### INSTRUCTIONS FOR THE TASK
From the entries below, output the line with "func _ready() ->" and each following line up to and including the line with "--- a/playground.tscn", exactly as written.

### Saved data entries
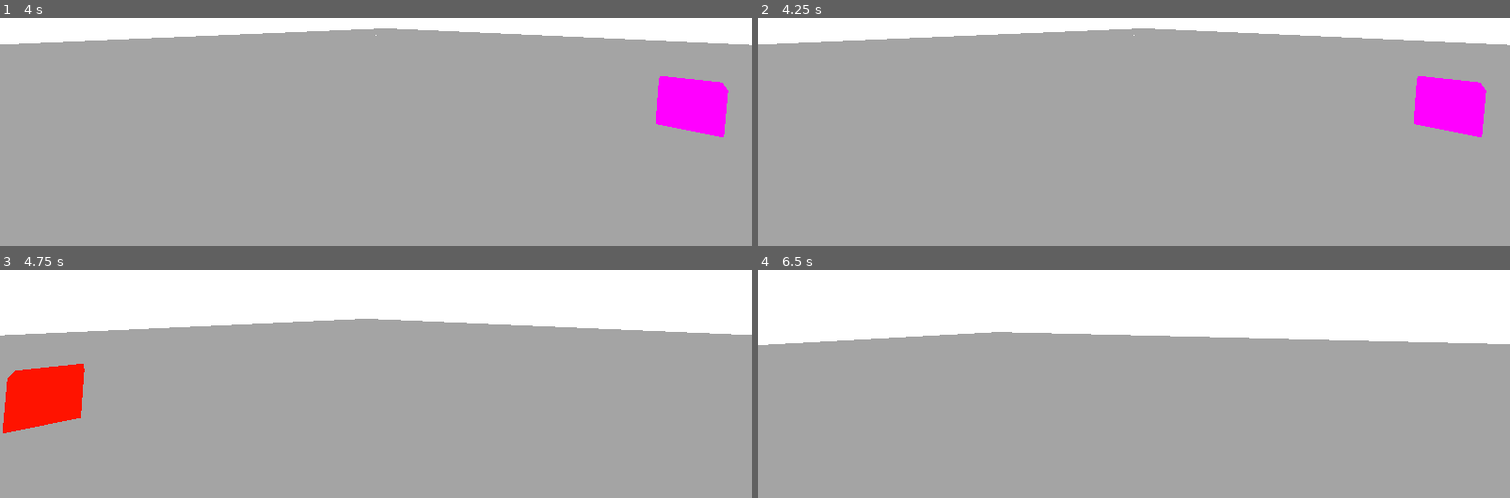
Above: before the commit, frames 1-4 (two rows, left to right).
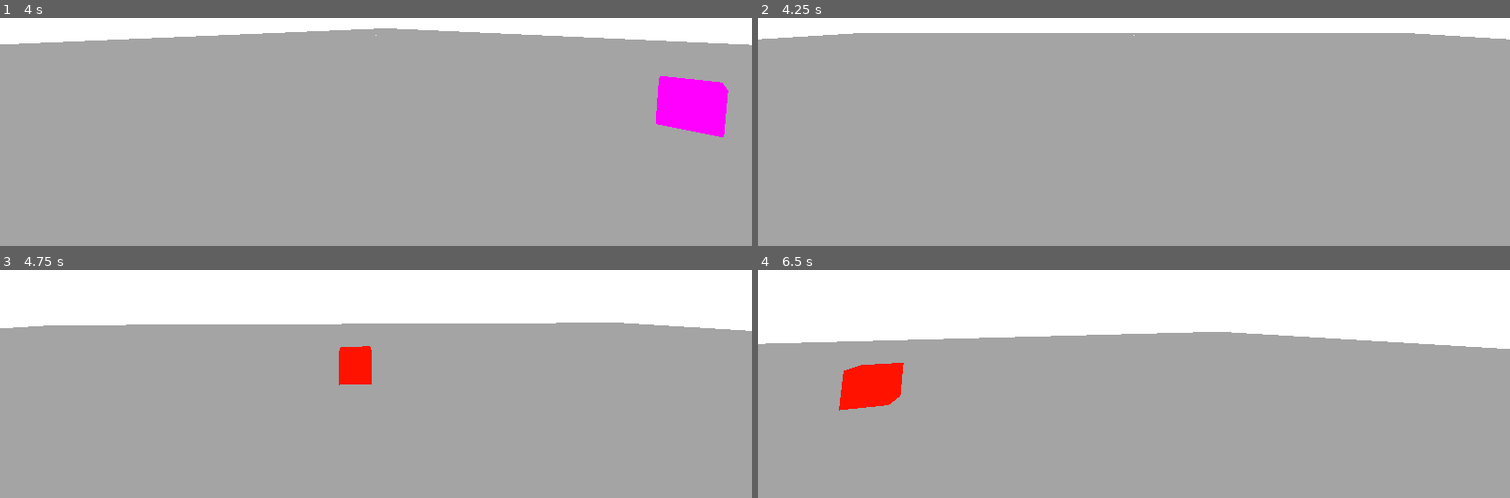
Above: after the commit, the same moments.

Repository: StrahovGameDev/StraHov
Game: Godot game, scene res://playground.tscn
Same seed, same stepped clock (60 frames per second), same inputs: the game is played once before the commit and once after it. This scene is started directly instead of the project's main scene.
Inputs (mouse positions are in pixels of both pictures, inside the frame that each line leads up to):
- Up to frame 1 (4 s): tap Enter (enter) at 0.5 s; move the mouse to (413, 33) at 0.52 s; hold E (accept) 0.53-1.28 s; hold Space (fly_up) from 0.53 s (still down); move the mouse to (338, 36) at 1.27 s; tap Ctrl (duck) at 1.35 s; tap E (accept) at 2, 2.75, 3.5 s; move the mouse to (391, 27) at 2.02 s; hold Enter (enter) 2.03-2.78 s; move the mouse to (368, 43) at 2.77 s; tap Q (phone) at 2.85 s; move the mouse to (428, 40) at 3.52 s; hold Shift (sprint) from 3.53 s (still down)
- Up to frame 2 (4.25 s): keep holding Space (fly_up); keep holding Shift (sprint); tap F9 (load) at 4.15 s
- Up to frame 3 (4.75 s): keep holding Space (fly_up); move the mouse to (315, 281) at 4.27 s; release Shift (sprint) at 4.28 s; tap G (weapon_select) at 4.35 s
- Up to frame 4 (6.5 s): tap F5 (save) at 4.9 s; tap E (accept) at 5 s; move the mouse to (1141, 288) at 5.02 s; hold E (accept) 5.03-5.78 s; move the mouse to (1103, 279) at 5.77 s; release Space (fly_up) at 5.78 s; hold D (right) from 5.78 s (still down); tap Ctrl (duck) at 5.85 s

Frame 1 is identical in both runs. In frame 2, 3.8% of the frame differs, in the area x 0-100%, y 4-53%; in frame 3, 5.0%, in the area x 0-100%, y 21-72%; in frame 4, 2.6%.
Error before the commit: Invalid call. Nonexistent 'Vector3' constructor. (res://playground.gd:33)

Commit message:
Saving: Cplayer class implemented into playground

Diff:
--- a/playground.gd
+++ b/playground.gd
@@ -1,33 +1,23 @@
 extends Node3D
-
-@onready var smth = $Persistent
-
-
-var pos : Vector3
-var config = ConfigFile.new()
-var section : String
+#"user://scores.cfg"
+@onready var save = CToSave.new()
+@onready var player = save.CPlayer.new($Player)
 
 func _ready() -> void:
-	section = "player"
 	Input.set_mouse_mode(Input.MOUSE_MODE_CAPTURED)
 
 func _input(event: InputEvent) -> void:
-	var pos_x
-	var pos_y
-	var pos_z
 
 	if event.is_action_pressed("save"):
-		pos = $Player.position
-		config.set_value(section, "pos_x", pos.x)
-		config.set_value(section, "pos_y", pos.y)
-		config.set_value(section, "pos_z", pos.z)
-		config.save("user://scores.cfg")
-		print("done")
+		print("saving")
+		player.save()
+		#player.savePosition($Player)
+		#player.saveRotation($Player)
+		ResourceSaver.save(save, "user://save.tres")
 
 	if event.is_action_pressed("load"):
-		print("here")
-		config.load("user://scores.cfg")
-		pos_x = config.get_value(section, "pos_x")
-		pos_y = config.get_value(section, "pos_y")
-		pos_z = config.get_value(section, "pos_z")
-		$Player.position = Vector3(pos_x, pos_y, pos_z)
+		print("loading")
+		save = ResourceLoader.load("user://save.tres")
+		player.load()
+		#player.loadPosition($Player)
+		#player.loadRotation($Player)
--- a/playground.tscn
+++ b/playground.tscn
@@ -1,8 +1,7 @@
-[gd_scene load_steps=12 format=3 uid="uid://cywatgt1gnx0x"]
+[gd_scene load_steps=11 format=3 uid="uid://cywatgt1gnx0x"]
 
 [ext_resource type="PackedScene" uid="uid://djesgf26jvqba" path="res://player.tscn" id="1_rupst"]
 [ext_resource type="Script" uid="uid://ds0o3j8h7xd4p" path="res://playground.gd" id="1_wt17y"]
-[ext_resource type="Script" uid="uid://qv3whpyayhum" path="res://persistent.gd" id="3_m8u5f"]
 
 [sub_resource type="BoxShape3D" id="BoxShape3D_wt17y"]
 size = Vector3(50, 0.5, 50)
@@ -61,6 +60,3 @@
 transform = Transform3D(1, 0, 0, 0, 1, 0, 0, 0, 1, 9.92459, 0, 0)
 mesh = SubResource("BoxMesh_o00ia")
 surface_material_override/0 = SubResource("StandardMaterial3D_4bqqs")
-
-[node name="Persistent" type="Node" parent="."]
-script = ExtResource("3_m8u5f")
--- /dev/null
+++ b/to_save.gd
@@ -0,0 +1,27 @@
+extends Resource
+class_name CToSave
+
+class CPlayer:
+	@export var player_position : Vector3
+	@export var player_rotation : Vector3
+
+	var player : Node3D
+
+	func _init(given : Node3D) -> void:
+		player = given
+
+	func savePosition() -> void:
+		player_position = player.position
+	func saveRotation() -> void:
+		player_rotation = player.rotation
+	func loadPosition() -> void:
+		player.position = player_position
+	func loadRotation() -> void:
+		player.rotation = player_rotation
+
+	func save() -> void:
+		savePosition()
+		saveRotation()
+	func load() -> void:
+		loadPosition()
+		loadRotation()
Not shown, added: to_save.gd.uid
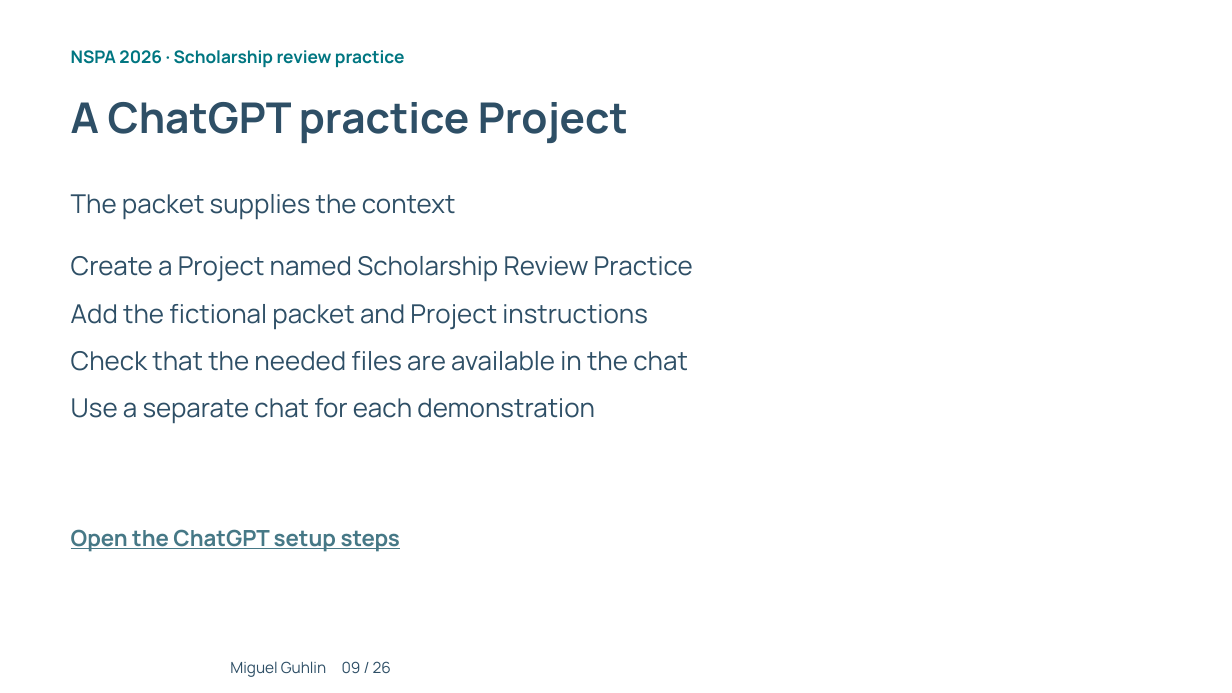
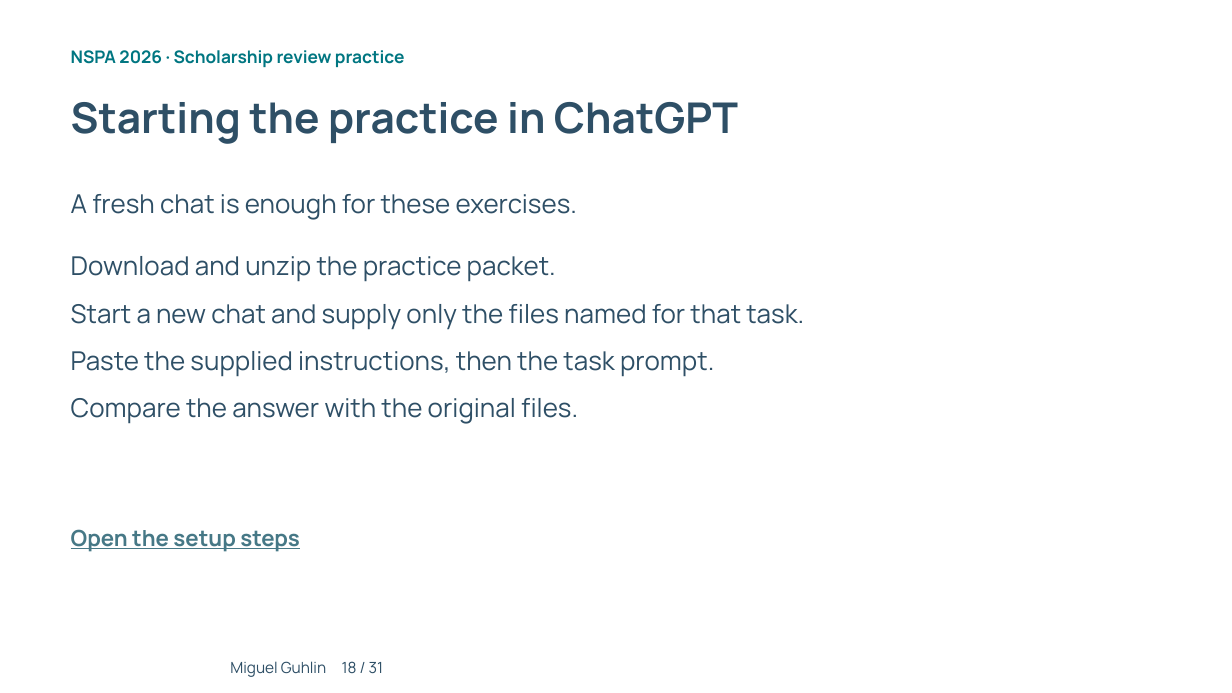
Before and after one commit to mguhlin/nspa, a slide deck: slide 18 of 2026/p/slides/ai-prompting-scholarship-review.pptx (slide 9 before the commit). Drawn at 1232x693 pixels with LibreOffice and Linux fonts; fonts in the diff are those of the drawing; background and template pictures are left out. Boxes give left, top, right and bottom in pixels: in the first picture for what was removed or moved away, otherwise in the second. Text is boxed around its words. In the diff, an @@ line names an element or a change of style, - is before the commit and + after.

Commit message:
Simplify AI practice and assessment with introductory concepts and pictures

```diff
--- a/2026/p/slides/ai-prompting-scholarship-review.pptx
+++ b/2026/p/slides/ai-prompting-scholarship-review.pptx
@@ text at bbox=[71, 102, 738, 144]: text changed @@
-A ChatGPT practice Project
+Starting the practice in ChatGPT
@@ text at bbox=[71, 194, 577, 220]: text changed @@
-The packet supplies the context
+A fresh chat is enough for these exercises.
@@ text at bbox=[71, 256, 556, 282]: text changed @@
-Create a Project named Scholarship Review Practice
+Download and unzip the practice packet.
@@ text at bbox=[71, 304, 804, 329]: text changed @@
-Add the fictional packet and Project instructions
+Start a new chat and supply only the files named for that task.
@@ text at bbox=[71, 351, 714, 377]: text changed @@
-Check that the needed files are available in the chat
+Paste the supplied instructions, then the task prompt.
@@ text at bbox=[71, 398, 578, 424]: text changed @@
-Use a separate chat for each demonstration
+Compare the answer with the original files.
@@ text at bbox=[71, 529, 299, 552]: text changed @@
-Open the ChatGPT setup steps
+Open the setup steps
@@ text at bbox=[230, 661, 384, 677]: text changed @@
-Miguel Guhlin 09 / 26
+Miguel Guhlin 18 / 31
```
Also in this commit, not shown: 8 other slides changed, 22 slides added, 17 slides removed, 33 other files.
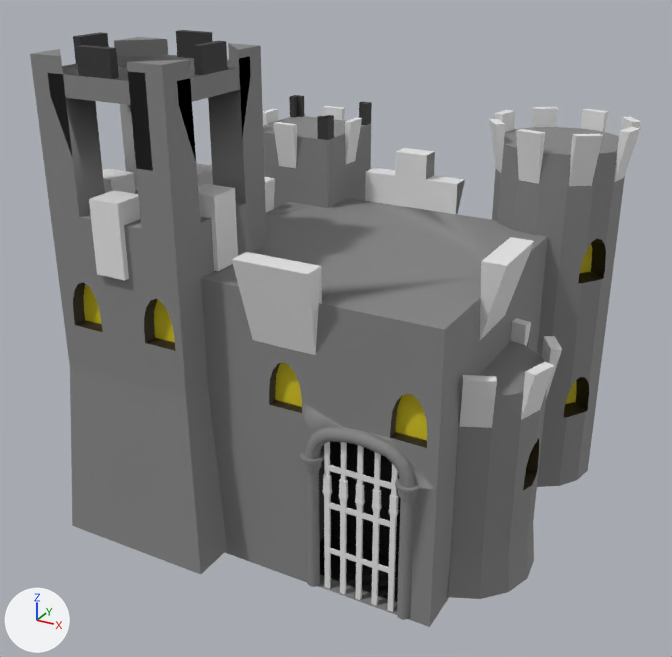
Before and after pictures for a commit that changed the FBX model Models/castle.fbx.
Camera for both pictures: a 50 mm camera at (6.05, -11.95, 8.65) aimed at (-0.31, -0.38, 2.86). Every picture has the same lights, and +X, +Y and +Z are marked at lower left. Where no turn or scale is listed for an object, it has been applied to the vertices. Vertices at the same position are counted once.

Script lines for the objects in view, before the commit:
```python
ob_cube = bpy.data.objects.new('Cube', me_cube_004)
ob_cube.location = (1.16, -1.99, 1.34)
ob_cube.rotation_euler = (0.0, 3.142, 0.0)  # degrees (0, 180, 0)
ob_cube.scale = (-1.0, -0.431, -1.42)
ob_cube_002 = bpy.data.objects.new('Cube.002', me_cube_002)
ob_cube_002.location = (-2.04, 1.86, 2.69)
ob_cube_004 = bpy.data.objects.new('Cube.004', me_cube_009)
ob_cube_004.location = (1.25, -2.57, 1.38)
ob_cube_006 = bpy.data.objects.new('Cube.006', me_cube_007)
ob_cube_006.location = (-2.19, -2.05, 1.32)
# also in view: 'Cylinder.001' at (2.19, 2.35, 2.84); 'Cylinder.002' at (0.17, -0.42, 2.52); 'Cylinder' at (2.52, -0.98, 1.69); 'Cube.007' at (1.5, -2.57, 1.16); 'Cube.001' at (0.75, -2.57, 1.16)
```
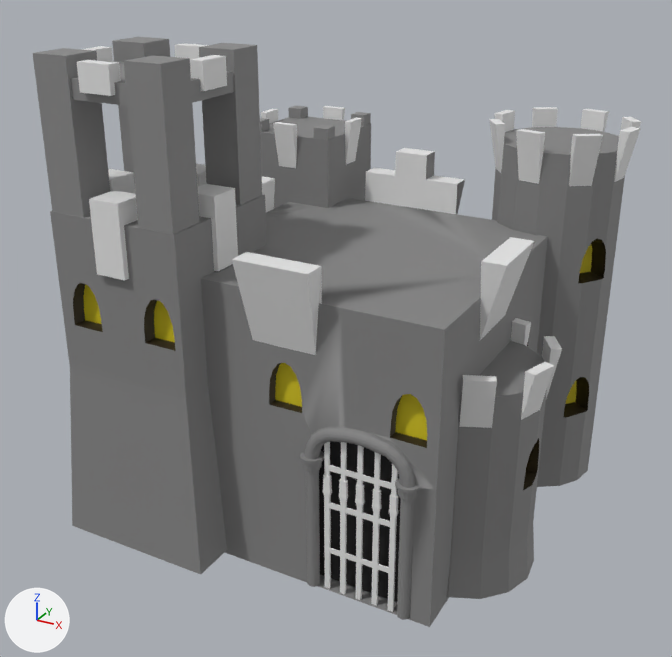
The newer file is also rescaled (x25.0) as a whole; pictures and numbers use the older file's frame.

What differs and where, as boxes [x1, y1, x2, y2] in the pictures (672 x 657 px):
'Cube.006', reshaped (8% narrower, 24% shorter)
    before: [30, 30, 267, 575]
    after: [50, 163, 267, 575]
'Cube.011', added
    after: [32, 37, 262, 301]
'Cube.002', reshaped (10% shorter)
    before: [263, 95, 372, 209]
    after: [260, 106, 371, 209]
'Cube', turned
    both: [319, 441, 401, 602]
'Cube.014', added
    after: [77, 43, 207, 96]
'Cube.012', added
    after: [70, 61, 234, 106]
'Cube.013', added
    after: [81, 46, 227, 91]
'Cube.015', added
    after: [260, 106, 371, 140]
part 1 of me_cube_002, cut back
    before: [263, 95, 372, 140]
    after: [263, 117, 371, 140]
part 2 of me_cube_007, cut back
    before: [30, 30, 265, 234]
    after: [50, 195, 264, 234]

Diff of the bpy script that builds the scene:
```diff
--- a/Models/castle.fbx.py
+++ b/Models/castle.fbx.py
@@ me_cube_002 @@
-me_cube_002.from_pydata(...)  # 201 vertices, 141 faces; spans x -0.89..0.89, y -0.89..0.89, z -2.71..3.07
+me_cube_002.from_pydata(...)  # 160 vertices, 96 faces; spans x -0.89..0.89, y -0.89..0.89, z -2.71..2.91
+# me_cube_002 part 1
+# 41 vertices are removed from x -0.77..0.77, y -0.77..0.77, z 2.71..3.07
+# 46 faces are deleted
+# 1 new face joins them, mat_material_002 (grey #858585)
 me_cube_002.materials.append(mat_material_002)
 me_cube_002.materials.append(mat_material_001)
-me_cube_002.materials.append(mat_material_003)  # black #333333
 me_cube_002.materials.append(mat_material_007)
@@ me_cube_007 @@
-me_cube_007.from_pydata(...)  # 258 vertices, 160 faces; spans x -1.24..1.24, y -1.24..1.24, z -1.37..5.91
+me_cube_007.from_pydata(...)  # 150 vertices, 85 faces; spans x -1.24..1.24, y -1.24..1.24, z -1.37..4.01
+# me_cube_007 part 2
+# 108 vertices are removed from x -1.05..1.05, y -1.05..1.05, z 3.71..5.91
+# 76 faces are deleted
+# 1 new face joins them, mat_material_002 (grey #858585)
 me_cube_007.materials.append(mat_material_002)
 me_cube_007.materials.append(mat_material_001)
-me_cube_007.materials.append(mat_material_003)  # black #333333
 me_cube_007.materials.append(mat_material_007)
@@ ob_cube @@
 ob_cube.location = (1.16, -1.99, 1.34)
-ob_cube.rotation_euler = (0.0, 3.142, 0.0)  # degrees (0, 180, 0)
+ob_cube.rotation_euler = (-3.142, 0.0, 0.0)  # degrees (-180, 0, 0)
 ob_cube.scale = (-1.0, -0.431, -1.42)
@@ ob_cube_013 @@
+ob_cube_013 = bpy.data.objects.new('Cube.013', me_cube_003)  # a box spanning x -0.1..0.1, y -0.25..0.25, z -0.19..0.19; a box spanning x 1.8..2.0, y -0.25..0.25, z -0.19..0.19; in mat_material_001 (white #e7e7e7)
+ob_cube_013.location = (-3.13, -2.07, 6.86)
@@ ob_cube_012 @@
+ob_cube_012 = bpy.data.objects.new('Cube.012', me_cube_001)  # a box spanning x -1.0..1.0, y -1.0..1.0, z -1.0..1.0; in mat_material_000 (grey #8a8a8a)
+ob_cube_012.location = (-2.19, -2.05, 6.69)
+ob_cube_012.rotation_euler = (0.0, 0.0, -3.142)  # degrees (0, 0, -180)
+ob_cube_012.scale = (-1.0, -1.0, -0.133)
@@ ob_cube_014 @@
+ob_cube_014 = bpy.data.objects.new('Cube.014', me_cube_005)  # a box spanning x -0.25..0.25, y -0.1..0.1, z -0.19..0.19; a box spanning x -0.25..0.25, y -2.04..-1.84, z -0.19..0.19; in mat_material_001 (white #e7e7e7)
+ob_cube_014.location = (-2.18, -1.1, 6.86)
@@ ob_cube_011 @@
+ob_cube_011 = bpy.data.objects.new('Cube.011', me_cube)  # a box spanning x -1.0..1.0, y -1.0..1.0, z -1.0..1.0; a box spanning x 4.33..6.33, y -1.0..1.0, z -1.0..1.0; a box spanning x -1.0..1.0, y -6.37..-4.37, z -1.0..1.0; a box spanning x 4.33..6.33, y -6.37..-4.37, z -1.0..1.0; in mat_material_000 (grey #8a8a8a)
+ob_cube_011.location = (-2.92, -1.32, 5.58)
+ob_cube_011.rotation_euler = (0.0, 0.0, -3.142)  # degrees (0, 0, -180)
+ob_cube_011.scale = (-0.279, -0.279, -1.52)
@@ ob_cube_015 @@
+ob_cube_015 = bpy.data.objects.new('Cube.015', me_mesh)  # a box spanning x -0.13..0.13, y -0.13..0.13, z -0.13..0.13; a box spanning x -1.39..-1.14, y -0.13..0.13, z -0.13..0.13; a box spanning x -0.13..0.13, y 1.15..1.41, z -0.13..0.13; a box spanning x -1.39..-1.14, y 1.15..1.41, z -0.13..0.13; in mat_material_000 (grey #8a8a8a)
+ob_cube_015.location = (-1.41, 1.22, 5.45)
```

### RESPONSE BOX
 func _ready() -> void:
-	section = "player"
 	Input.set_mouse_mode(Input.MOUSE_MODE_CAPTURED)
 
 func _input(event: InputEvent) -> void:
-	var pos_x
-	var pos_y
-	var pos_z
 
 	if event.is_action_pressed("save"):
-		pos = $Player.position
-		config.set_value(section, "pos_x", pos.x)
-		config.set_value(section, "pos_y", pos.y)
-		config.set_value(section, "pos_z", pos.z)
-		config.save("user://scores.cfg")
-		print("done")
+		print("saving")
+		player.save()
+		#player.savePosition($Player)
+		#player.saveRotation($Player)
+		ResourceSaver.save(save, "user://save.tres")
 
 	if event.is_action_pressed("load"):
-		print("here")
-		config.load("user://scores.cfg")
-		pos_x = config.get_value(section, "pos_x")
-		pos_y = config.get_value(section, "pos_y")
-		pos_z = config.get_value(section, "pos_z")
-		$Player.position = Vector3(pos_x, pos_y, pos_z)
+		print("loading")
+		save = ResourceLoader.load("user://save.tres")
+		player.load()
+		#player.loadPosition($Player)
+		#player.loadRotation($Player)
--- a/playground.tscn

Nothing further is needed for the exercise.